» Assignment
What is the number of lines below that contain the string "this"? Give it and nothing else.

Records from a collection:

━━━━━━━━━━━━━━━━━━━━━━━━━━━━━━

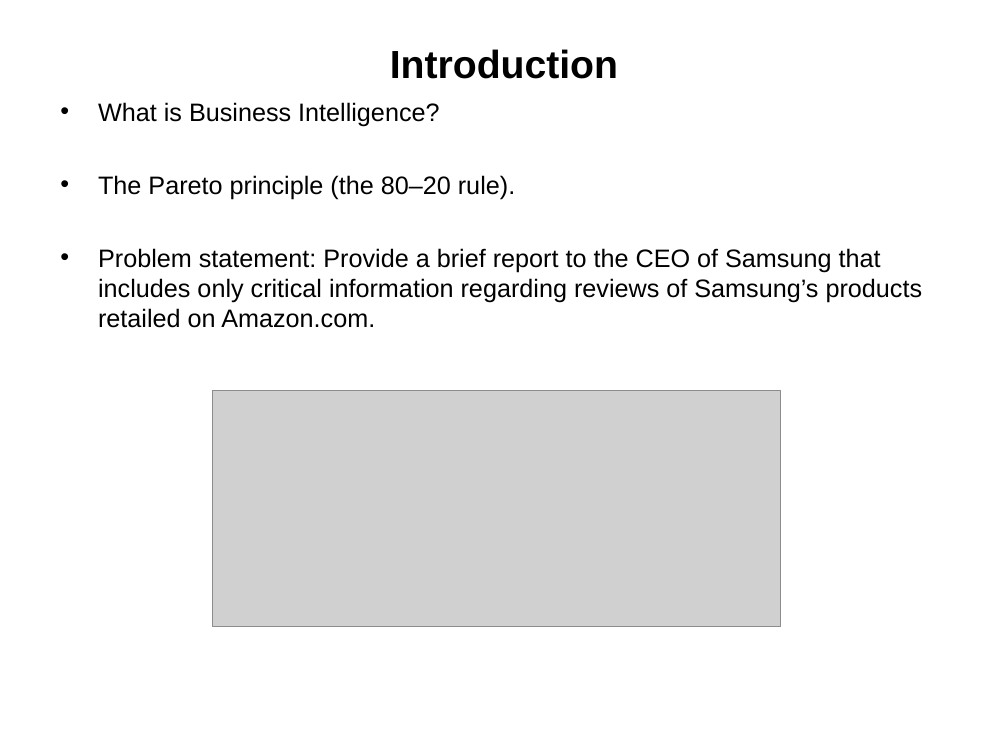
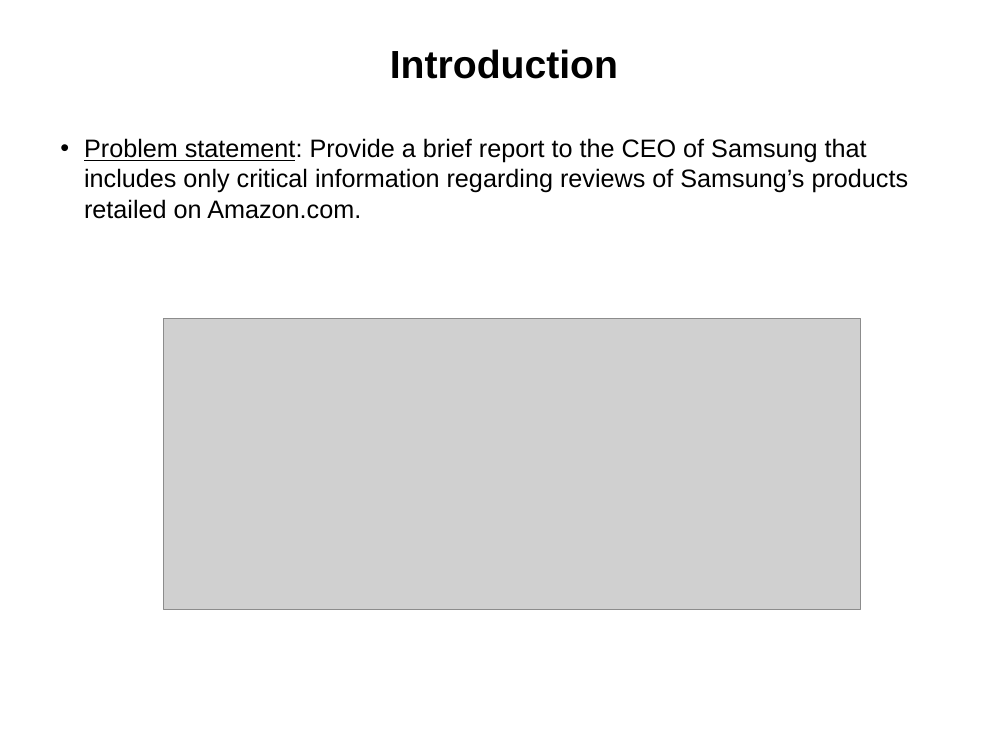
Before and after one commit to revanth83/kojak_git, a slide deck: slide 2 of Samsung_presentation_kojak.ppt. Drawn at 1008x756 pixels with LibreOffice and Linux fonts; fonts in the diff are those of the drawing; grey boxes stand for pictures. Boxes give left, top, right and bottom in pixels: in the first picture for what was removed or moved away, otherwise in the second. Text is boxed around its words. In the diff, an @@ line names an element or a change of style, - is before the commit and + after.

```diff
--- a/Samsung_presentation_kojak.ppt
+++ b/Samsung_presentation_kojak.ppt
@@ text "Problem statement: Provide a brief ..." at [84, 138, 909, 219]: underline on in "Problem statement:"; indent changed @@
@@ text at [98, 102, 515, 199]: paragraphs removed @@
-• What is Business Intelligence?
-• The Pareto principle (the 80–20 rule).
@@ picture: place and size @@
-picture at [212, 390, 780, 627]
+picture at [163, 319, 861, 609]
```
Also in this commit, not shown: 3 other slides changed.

━━━━━━━━━━━━━━━━━━━━━━━━━━━━━━

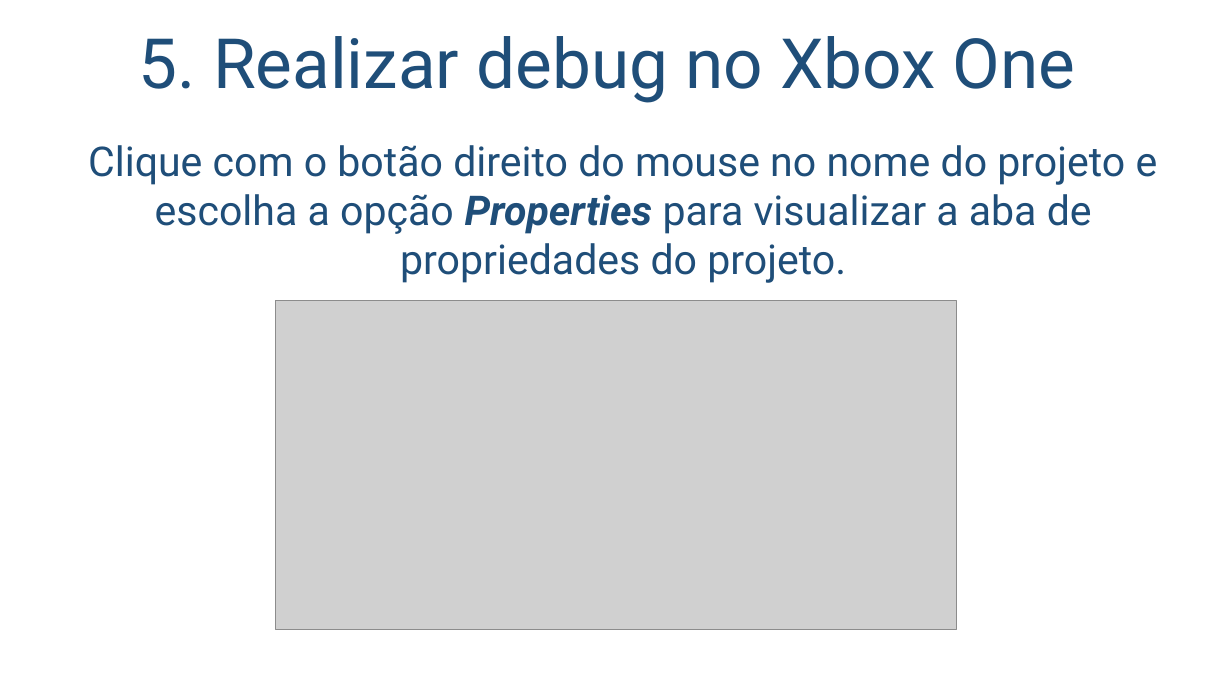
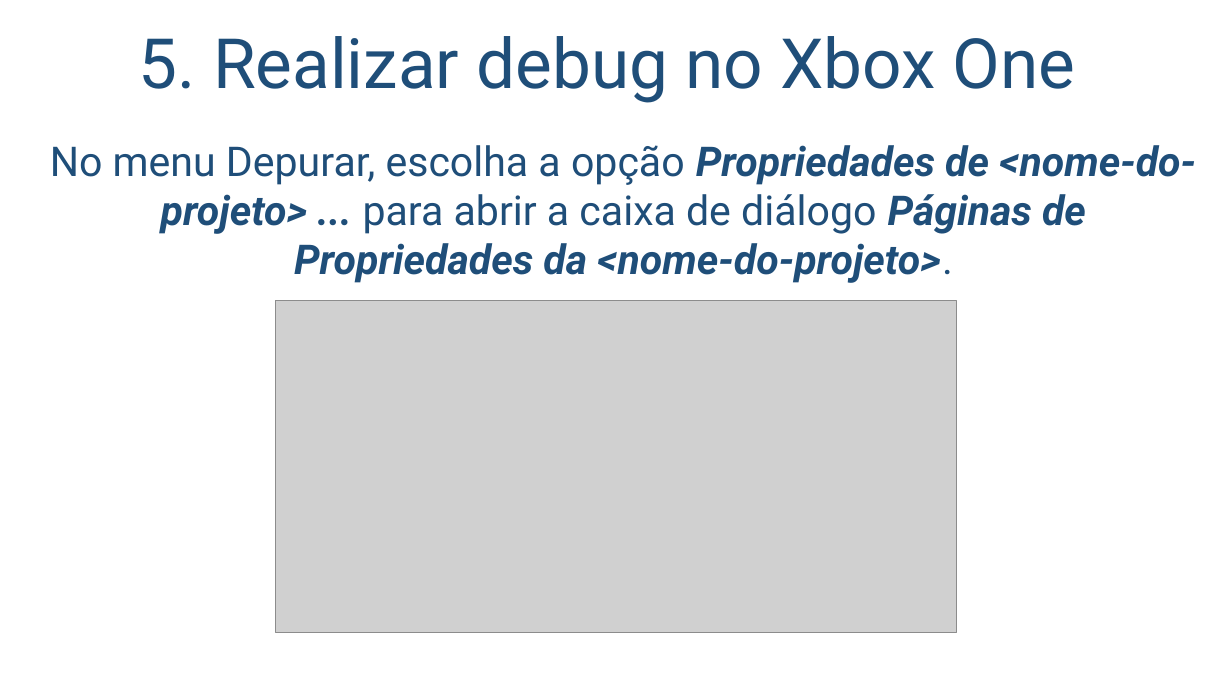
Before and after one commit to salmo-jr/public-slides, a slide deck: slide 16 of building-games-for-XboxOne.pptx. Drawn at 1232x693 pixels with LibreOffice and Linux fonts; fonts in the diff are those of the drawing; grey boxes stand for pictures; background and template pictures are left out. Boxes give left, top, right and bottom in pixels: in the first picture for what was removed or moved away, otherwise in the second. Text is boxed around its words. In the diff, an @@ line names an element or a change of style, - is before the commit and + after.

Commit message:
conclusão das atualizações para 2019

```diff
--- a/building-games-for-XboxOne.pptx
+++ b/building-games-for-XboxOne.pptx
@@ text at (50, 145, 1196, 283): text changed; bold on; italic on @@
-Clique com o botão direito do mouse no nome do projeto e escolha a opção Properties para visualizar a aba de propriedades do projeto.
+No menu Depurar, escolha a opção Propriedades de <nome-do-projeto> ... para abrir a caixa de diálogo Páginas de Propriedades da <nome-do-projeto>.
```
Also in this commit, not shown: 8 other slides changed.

━━━━━━━━━━━━━━━━━━━━━━━━━━━━━━

» Problem solution
2